Dataset items
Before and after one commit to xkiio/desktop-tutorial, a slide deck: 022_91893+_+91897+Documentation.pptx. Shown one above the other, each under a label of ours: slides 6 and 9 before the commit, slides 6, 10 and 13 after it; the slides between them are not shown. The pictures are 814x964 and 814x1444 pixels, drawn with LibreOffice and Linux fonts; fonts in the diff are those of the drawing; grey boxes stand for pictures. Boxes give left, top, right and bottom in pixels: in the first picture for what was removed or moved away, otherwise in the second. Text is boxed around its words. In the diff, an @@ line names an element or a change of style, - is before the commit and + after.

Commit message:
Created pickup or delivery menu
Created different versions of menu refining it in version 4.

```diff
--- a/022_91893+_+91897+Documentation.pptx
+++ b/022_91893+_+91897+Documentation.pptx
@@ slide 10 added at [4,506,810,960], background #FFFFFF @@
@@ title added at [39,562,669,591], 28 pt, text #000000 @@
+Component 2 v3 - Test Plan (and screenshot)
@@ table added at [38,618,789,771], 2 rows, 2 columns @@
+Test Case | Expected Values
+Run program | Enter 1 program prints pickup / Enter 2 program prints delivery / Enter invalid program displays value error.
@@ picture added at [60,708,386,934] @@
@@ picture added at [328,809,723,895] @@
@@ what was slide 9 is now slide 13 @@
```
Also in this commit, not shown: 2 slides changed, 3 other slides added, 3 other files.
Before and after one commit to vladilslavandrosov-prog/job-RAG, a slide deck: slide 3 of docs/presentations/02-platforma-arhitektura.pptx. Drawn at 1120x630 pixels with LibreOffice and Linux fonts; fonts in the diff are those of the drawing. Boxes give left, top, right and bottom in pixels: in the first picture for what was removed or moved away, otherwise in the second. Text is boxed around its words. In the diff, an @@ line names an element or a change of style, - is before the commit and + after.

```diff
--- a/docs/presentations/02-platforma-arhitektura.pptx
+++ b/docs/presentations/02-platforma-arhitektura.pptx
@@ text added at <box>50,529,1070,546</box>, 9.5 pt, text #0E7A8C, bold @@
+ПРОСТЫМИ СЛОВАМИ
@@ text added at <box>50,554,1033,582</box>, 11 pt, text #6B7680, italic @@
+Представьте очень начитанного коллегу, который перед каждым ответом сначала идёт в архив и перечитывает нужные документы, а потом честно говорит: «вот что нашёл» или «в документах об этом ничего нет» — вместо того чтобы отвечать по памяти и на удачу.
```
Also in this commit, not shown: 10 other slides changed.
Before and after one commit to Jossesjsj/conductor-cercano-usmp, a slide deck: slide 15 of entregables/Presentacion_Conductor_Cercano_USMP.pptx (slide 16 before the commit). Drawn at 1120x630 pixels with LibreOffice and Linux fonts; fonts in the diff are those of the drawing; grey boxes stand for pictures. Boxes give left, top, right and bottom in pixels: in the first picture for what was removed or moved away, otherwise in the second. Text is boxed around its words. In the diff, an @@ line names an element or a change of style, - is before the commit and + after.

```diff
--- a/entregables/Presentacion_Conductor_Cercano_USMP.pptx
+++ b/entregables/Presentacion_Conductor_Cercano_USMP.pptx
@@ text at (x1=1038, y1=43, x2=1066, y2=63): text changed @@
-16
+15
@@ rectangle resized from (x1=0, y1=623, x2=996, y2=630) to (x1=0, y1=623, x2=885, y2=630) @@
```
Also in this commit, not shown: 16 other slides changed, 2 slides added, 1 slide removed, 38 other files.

Problem: Print all the entries exactly as written.

Your solution:
Before and after one commit to xkiio/desktop-tutorial, a slide deck: 022_91893+_+91897+Documentation.pptx. Shown one above the other, each under a label of ours: slides 6 and 9 before the commit, slides 6, 10 and 13 after it; the slides between them are not shown. The pictures are 814x964 and 814x1444 pixels, drawn with LibreOffice and Linux fonts; fonts in the diff are those of the drawing; grey boxes stand for pictures. Boxes give left, top, right and bottom in pixels: in the first picture for what was removed or moved away, otherwise in the second. Text is boxed around its words. In the diff, an @@ line names an element or a change of style, - is before the commit and + after.

Commit message:
Created pickup or delivery menu
Created different versions of menu refining it in version 4.

```diff
--- a/022_91893+_+91897+Documentation.pptx
+++ b/022_91893+_+91897+Documentation.pptx
@@ slide 10 added at [4,506,810,960], background #FFFFFF @@
@@ title added at [39,562,669,591], 28 pt, text #000000 @@
+Component 2 v3 - Test Plan (and screenshot)
@@ table added at [38,618,789,771], 2 rows, 2 columns @@
+Test Case | Expected Values
+Run program | Enter 1 program prints pickup / Enter 2 program prints delivery / Enter invalid program displays value error.
@@ picture added at [60,708,386,934] @@
@@ picture added at [328,809,723,895] @@
@@ what was slide 9 is now slide 13 @@
```
Also in this commit, not shown: 2 slides changed, 3 other slides added, 3 other files.
Before and after one commit to vladilslavandrosov-prog/job-RAG, a slide deck: slide 3 of docs/presentations/02-platforma-arhitektura.pptx. Drawn at 1120x630 pixels with LibreOffice and Linux fonts; fonts in the diff are those of the drawing. Boxes give left, top, right and bottom in pixels: in the first picture for what was removed or moved away, otherwise in the second. Text is boxed around its words. In the diff, an @@ line names an element or a change of style, - is before the commit and + after.

```diff
--- a/docs/presentations/02-platforma-arhitektura.pptx
+++ b/docs/presentations/02-platforma-arhitektura.pptx
@@ text added at <box>50,529,1070,546</box>, 9.5 pt, text #0E7A8C, bold @@
+ПРОСТЫМИ СЛОВАМИ
@@ text added at <box>50,554,1033,582</box>, 11 pt, text #6B7680, italic @@
+Представьте очень начитанного коллегу, который перед каждым ответом сначала идёт в архив и перечитывает нужные документы, а потом честно говорит: «вот что нашёл» или «в документах об этом ничего нет» — вместо того чтобы отвечать по памяти и на удачу.
```
Also in this commit, not shown: 10 other slides changed.
Before and after one commit to Jossesjsj/conductor-cercano-usmp, a slide deck: slide 15 of entregables/Presentacion_Conductor_Cercano_USMP.pptx (slide 16 before the commit). Drawn at 1120x630 pixels with LibreOffice and Linux fonts; fonts in the diff are those of the drawing; grey boxes stand for pictures. Boxes give left, top, right and bottom in pixels: in the first picture for what was removed or moved away, otherwise in the second. Text is boxed around its words. In the diff, an @@ line names an element or a change of style, - is before the commit and + after.

```diff
--- a/entregables/Presentacion_Conductor_Cercano_USMP.pptx
+++ b/entregables/Presentacion_Conductor_Cercano_USMP.pptx
@@ text at (x1=1038, y1=43, x2=1066, y2=63): text changed @@
-16
+15
@@ rectangle resized from (x1=0, y1=623, x2=996, y2=630) to (x1=0, y1=623, x2=885, y2=630) @@
```
Also in this commit, not shown: 16 other slides changed, 2 slides added, 1 slide removed, 38 other files.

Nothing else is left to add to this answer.